Moreover, HAP reduces the roughness of the teeth.[25] Dabanoglu et al and Jin et al showed that different calcium phosphates including
HAP contribute to tooth whitening in vitro.[5]
[7] Besides the adhesion of HAP particles to the tooth surface as described above, remineralization
effect of HAP may also contribute to tooth whitening (i.e. due to a smoother surface
on which stains cannot attach).[9]
[11]
[26]
[27] An advantage of the use of the HAP in a gel formulation is the good adhesion to
the tooth surface. It can be easily applied by using the finger after tooth brushing
and also showed both remineralization effects[26] and erosion protective properties.[17]
[28] Bommer et al reported that a self-assembling peptide matrix can act as an adhesive
for HAP particles improving the whitening effect of HAP alone.[6] A similar effect could be observed in HAP group of our study. The matrix of the
HAP-gel may further increase the HAP-adhesion to the tooth surface compared to HAP-particles
alone (which already show a good adhesion to tooth surfaces[5]
[10]
[23]). Future studies should be carried out to analyze the whitening effect of the HAP-gel
also under in vivo conditions. To date, only a few in vivo studies on the whitening effects of HAP been published.[6]
[9]
[29]
In situ studies show an efficient reduction of bacterial colonization to enamel surfaces
by using HAP-based mouth rinses.[18]
[23]
[30] This might be also an important factor for tooth whitening since stains are often
incorporated into dental plaque.[1]
In contrast to the HAP-gel, the tested mouth rinse showed only minor whitening effects
in our in vitro setting after one, three, and nine cycles. This may be explained by
the different mode of action compared to HAP. The SEM images showed that HAP adheres
to the tooth surface; however, only a thin layer of unknown deposits was detectable
in the mouth rinse group ([Figs. 3B]
[3C]). Thus, the mouth rinse may support (e.g. by its ingredients ethanol and phosphates,
as well as by an acidic pH) the stain removal action of toothbrush and toothpaste,[31] but does not lead to the formation a white (protective) layer on the tooth surface.
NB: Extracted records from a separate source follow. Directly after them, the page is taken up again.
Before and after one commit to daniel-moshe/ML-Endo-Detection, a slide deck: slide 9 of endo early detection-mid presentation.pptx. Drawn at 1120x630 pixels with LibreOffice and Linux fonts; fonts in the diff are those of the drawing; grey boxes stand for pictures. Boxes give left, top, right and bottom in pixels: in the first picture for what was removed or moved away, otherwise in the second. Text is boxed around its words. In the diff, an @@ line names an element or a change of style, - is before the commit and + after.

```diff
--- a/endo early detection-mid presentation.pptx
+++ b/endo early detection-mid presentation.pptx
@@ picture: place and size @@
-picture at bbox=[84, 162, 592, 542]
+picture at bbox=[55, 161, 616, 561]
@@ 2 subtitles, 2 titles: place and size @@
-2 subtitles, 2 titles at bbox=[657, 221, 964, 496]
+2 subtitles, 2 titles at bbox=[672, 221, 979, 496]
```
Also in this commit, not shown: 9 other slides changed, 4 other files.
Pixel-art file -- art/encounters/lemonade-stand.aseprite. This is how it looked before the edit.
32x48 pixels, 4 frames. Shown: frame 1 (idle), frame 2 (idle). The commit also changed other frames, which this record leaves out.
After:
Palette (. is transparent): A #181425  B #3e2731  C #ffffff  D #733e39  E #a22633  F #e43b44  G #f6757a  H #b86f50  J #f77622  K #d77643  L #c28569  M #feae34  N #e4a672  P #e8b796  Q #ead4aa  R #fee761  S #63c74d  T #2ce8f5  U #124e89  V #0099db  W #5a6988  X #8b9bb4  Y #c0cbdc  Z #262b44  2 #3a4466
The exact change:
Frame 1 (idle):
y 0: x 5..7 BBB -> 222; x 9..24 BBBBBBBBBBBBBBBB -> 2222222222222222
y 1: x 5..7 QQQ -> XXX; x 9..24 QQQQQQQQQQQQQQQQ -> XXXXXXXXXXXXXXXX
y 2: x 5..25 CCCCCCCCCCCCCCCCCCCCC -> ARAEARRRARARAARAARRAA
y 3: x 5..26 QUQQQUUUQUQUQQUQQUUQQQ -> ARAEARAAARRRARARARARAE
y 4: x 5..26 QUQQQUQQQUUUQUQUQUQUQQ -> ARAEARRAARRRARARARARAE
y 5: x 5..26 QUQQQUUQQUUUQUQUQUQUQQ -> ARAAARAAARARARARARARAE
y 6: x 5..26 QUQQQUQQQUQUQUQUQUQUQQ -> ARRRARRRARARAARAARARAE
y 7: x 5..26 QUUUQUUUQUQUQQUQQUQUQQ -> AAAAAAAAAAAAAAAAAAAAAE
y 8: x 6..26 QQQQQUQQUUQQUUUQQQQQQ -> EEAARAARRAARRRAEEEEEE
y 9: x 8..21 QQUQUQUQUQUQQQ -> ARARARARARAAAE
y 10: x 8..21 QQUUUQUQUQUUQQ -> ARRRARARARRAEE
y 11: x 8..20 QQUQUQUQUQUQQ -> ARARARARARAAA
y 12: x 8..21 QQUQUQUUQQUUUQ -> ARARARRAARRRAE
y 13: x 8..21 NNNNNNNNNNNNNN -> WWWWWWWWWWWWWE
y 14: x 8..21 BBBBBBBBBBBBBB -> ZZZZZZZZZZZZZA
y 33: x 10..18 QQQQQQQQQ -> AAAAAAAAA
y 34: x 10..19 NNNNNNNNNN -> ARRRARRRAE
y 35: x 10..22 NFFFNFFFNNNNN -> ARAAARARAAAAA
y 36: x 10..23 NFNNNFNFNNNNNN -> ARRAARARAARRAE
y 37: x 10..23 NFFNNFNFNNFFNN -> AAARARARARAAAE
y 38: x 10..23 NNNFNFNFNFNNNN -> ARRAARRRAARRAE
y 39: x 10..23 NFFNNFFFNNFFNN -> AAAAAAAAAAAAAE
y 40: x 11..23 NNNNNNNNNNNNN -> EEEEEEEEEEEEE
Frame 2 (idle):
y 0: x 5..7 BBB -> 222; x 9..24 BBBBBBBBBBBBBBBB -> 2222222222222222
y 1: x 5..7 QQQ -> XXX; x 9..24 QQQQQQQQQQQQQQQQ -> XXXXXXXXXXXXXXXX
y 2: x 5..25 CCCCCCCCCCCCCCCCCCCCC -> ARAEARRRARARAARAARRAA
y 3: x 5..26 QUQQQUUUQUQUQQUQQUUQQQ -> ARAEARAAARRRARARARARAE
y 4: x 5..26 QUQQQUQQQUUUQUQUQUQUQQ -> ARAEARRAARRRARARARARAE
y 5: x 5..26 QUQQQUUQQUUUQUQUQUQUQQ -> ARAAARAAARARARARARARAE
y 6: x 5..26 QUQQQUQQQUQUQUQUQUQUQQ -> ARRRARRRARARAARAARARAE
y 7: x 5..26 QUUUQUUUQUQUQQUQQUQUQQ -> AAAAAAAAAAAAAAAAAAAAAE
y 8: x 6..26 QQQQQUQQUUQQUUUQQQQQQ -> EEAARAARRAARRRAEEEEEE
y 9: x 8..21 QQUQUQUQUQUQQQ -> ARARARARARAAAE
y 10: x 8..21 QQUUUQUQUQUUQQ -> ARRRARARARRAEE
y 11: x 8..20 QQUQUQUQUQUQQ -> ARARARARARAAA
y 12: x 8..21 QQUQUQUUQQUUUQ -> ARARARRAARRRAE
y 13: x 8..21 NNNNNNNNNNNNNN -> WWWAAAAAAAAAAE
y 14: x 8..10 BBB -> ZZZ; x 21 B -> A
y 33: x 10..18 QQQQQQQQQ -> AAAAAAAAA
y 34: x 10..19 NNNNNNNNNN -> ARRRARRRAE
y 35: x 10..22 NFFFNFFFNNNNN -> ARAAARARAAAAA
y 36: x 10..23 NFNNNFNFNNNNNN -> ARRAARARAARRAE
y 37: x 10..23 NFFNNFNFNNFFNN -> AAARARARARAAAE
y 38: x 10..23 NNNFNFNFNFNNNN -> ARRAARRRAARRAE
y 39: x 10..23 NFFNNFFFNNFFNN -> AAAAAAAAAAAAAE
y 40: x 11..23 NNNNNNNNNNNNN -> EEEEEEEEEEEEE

Other test approaches are necessary to understand completely the whiting mechanisms
of such mouth rinses. Further testing should also involve model refinement, i.e. it
would be of interest to include experimental steps in the protocol in order to examine
the stability of the whitening effect against chemical (mimicking acid challenges
of daily food intake) and/or mechanical (mimicking tongue and mucosa movement or saliva
flow or tooth brushing) stress.
Additionally, oral-care formulations based on HAP show not only whitening properties,
but was also tested to be effective in preventing cavities, improvement of gingival
health, and reduction of dentin hypersensitivity.[11] Biomimetic ingredients based on HAP used in oral care show a high compatibility,
since the mineral phase of the teeth and bones mainly consists of calcium and phosphate.[32]
[33]
Conclusion
To conclude, the in vitro model tested in this study can be used as basic-approach for further testing of nonabrasive
whitening agents.
In this study, the nonabrasive HAP-gel showed the highest values on tooth-whitening
when compared to a mouth rinse with whitening-agents. Therefore, HAP particles may
be suited to be a gentle, fast, and biomimetic approach for cosmetic tooth whitening.